So, my i5 machine (six mechanical HDD inside) draws 120W when idle. Far Cry3 load (4.2 OC turbo on the CPU and 800MHz on the GTX570) goes up to around 380W.


----------



## Ghost (Dec 7, 2012)

m1dg3t said:


> Yes I can actually, and any other non-fanboy could do the same. Would I use Seasonic/Corsair? Absolutely! Would I use them when I can get similar for much less? Absolutely not.
> 
> That said, everyone troll me now for reccomending Ocz PSUs



No, just no. I'm not saying all OCZs are bad. I do often recommend ZS 550W series for low budget builds since at least where I live it is quite a bit cheaper than Seasonic based PSUs. There are no top notch OCZ PSUs ZX series is as good as it gets. BUT...

... OCZ ZX 850W and Seasonic X 850W, for example, cost about the same. SS X is superior to ZX. The choice here is obvious. You'd have to be an idiot to choose ZX over SS X in this example.

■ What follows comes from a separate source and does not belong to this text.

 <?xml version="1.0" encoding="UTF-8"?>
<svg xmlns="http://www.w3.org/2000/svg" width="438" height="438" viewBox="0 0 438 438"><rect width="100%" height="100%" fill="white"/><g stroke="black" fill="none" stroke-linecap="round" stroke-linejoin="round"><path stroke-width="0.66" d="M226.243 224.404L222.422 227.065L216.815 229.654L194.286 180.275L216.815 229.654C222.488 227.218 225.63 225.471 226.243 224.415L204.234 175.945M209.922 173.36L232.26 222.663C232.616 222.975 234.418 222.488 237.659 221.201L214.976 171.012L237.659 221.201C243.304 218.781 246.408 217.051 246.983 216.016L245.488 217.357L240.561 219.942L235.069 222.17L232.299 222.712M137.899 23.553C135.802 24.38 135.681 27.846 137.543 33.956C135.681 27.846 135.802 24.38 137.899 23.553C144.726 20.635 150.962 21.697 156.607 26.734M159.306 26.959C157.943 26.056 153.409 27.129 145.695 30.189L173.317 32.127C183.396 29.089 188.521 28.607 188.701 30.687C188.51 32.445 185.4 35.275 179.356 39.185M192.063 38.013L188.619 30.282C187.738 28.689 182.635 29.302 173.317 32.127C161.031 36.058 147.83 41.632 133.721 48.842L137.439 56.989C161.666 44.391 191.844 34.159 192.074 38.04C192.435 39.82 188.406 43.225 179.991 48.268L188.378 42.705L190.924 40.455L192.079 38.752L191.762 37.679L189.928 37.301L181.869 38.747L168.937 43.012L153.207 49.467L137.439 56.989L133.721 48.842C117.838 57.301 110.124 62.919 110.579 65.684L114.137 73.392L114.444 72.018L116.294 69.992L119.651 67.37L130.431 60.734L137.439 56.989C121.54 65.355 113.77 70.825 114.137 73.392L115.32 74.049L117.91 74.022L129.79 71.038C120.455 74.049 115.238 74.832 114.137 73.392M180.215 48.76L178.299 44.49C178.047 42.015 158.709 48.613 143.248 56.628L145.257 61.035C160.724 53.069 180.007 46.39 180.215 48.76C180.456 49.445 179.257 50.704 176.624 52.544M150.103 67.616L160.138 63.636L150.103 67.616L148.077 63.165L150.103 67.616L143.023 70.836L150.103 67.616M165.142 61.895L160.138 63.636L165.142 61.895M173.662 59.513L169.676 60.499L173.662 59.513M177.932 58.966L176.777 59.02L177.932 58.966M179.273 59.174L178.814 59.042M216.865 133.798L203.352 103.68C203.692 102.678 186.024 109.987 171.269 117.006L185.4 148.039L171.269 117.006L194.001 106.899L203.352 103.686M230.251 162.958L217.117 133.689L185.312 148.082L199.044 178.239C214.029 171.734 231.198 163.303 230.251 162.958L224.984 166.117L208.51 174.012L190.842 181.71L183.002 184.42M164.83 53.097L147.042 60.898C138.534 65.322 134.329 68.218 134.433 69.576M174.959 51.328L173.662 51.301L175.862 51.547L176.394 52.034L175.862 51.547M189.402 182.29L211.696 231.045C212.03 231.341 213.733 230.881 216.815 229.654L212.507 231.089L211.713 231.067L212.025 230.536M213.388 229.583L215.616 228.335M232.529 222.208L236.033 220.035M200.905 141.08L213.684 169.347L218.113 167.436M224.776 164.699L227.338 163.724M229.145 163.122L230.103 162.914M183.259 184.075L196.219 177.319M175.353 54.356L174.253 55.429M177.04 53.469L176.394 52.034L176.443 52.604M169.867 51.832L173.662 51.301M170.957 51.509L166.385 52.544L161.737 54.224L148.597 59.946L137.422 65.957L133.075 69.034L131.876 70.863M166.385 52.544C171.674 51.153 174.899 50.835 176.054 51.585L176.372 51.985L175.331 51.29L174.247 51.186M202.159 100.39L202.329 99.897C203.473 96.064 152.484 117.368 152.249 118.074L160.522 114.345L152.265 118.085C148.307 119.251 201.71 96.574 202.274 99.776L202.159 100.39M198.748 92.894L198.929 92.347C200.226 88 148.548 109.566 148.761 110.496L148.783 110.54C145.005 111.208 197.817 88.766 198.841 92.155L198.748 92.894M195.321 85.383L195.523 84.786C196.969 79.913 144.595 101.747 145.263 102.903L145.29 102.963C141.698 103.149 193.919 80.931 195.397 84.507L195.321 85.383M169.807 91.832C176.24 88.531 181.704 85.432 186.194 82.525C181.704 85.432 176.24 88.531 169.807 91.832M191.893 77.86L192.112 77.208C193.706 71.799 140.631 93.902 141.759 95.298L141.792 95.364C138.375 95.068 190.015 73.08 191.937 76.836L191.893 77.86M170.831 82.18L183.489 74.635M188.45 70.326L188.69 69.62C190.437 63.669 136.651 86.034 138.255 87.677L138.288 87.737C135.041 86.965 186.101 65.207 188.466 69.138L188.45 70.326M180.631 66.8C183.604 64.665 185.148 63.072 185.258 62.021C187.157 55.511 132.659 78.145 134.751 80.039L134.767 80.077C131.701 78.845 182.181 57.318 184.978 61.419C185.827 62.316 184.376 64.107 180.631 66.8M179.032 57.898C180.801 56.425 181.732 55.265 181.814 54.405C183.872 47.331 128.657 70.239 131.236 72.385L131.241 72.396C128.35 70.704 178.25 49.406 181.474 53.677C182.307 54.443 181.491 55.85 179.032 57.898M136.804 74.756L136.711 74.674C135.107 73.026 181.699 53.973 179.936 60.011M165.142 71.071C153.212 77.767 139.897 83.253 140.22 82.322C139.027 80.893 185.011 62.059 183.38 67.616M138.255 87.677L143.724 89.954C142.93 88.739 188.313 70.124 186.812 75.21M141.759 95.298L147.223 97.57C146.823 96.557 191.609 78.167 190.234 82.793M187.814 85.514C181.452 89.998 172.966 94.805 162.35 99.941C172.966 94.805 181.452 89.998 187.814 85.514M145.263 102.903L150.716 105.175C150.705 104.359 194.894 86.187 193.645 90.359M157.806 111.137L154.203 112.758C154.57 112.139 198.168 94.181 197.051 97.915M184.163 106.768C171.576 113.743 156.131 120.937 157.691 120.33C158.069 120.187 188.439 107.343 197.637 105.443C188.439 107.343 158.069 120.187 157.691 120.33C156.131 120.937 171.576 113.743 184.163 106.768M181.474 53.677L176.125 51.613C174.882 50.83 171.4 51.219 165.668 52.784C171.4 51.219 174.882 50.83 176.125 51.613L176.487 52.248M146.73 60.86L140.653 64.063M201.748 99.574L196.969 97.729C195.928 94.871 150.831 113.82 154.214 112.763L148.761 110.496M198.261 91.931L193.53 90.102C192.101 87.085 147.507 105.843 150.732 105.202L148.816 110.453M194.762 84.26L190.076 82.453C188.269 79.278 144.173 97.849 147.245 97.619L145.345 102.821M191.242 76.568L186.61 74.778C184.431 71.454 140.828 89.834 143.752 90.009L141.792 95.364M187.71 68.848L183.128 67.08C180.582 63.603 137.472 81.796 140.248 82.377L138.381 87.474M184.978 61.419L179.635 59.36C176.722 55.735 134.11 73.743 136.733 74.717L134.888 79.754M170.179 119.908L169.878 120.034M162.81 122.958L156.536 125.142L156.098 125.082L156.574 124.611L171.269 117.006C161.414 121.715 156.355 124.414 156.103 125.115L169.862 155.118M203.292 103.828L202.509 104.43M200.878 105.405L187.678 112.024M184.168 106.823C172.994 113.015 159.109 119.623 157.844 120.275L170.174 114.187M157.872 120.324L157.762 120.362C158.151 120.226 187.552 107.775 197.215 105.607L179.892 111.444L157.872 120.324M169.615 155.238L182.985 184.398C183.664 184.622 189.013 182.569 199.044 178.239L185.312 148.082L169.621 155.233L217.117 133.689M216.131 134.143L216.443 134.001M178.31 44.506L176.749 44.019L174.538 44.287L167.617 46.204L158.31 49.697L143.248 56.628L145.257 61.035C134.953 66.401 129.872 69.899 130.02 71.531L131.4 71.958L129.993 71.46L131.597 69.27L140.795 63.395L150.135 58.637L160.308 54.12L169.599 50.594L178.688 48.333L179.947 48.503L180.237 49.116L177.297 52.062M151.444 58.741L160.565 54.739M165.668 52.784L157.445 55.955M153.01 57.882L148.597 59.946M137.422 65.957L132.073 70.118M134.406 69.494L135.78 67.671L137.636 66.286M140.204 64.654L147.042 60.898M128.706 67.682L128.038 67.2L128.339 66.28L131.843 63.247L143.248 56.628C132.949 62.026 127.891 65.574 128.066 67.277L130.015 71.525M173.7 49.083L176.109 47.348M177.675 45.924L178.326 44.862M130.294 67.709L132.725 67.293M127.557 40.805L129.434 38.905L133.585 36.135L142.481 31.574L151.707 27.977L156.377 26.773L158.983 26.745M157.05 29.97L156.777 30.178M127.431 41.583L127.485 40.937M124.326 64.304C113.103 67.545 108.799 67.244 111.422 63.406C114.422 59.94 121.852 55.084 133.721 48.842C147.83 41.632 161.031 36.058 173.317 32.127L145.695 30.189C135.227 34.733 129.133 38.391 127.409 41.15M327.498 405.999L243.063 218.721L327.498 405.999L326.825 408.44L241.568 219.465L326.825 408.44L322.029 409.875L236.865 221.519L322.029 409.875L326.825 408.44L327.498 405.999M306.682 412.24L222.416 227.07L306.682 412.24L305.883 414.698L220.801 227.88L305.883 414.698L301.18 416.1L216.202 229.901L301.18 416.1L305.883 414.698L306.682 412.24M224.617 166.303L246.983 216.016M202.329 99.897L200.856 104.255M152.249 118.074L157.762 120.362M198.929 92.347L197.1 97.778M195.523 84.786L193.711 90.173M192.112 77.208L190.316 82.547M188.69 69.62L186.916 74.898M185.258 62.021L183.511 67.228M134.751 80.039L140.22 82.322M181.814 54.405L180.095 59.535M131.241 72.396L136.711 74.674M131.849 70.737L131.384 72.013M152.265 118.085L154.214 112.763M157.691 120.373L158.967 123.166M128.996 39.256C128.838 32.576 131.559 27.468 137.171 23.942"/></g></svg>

But if you got ZX for a significantly lower price, congratulations and enjoy. Just don't stick it in our faces. It's not as good as what Seasonic has to offer.


----------



## n-ster (Dec 7, 2012)

It'as like comparing a run of th emill TX series from Corsair to a much better HX or AX series

It's different classes


----------



## cdawall (Dec 8, 2012)

Ghost said:


> No, just no. I'm not saying all OCZs are bad. I do often recommend ZS 550W series for low budget builds since at least where I live it is quite a bit cheaper than Seasonic based PSUs. There are no top notch OCZ PSUs ZX series is as good as it gets. BUT...
> 
> ... OCZ ZX 850W and Seasonic X 850W, for example, cost about the same. SS X is superior to ZX. The choice here is obvious. You'd have to be an idiot to choose ZX over SS X in this example.
> 
> But if you got ZX for a significantly lower price, congratulations and enjoy. Just don't stick it in our faces. It's not as good as what Seasonic has to offer.



I would buy the Rosewill 1000w for the same price.

Rosewill LIGHTNING Series LIGHTNING-1000 1000W Con...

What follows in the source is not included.